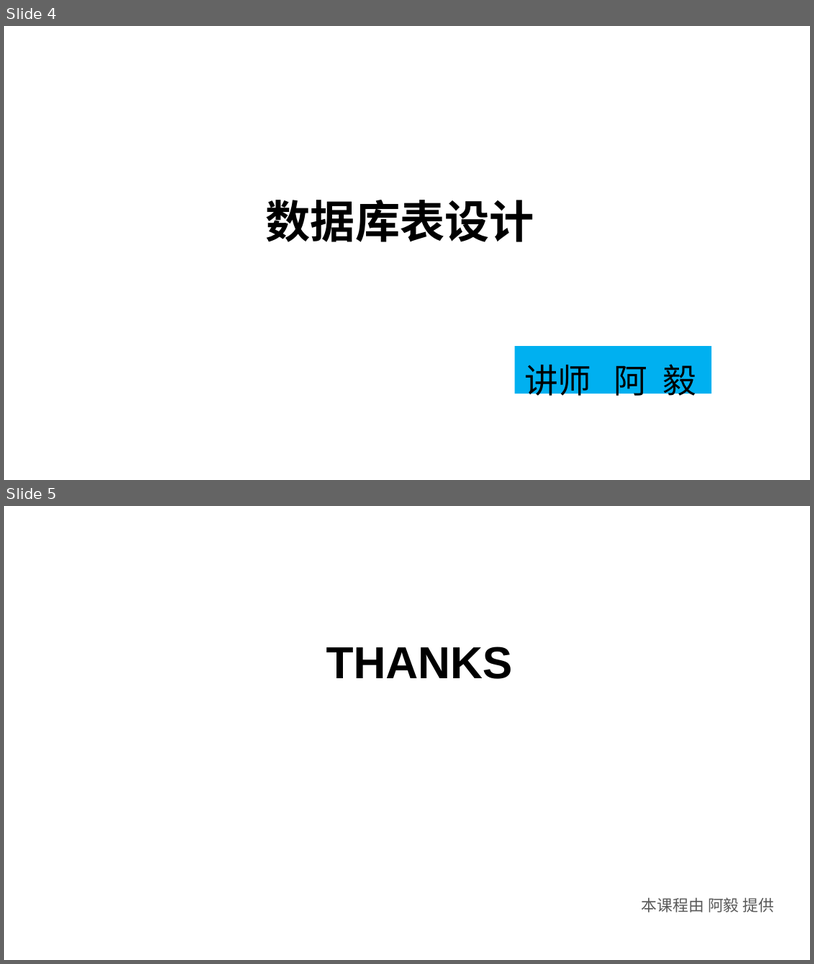
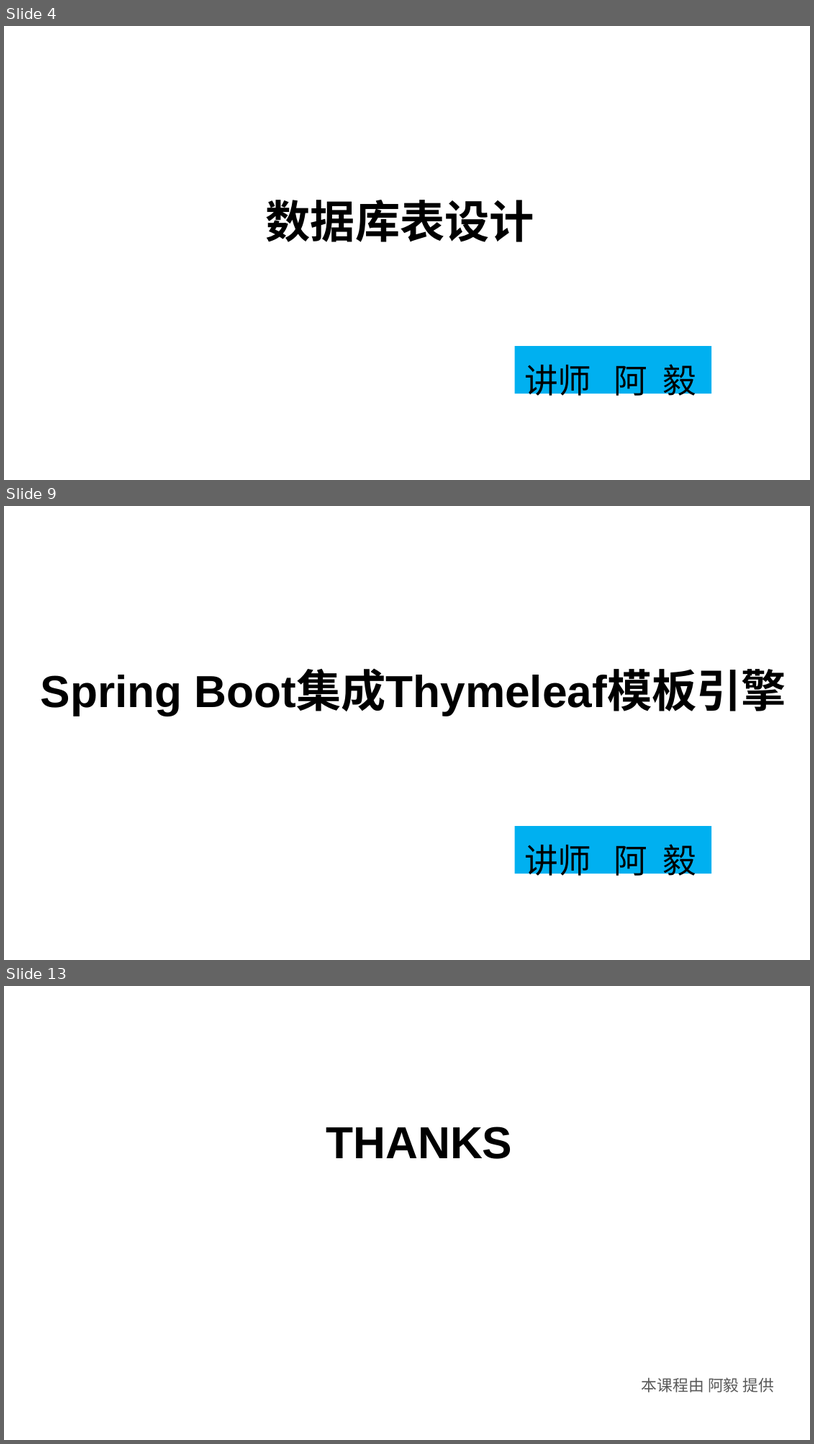
Before and after one commit to huangwenyi10/high-concurrency-praise, a slide deck: doc/SpringBoot+Redis+MQ实现高并发点赞功能.ppt. Shown one above the other, each under a label of ours: slides 4 and 5 before the commit, slides 4, 9 and 13 after it; the slides between them are not shown. The pictures are 814x964 and 814x1444 pixels, drawn with LibreOffice and Linux fonts; fonts in the diff are those of the drawing; background and template pictures are left out. Boxes give left, top, right and bottom in pixels: in the first picture for what was removed or moved away, otherwise in the second. Text is boxed around its words. In the diff, an @@ line names an element or a change of style, - is before the commit and + after.

```diff
--- a/doc/SpringBoot+Redis+MQ实现高并发点赞功能.ppt
+++ b/doc/SpringBoot+Redis+MQ实现高并发点赞功能.ppt
@@ slide 9 added at (4, 506, 810, 960), background picture (left out) @@
@@ text added at (41, 671, 787, 715), 40 pt, text #000000, bold @@
+Spring Boot集成Thymeleaf模板引擎
@@ rectangle added at (515, 826, 712, 874), fill #00B0F0 @@
@@ text added at (525, 844, 697, 881), 30 pt, text #000000 @@
+讲师 阿 毅
@@ what was slide 5 is now slide 13 @@
```
Also in this commit, not shown: 7 other slides added, 21 other files.
----------------
Exercise objective
Print all data above verbatim, except pictures.

Result of this exercise
Before and after one commit to huangwenyi10/high-concurrency-praise, a slide deck: doc/SpringBoot+Redis+MQ实现高并发点赞功能.ppt. Shown one above the other, each under a label of ours: slides 4 and 5 before the commit, slides 4, 9 and 13 after it; the slides between them are not shown. The pictures are 814x964 and 814x1444 pixels, drawn with LibreOffice and Linux fonts; fonts in the diff are those of the drawing; background and template pictures are left out. Boxes give left, top, right and bottom in pixels: in the first picture for what was removed or moved away, otherwise in the second. Text is boxed around its words. In the diff, an @@ line names an element or a change of style, - is before the commit and + after.

```diff
--- a/doc/SpringBoot+Redis+MQ实现高并发点赞功能.ppt
+++ b/doc/SpringBoot+Redis+MQ实现高并发点赞功能.ppt
@@ slide 9 added at (4, 506, 810, 960), background picture (left out) @@
@@ text added at (41, 671, 787, 715), 40 pt, text #000000, bold @@
+Spring Boot集成Thymeleaf模板引擎
@@ rectangle added at (515, 826, 712, 874), fill #00B0F0 @@
@@ text added at (525, 844, 697, 881), 30 pt, text #000000 @@
+讲师 阿 毅
@@ what was slide 5 is now slide 13 @@
```
Also in this commit, not shown: 7 other slides added, 21 other files.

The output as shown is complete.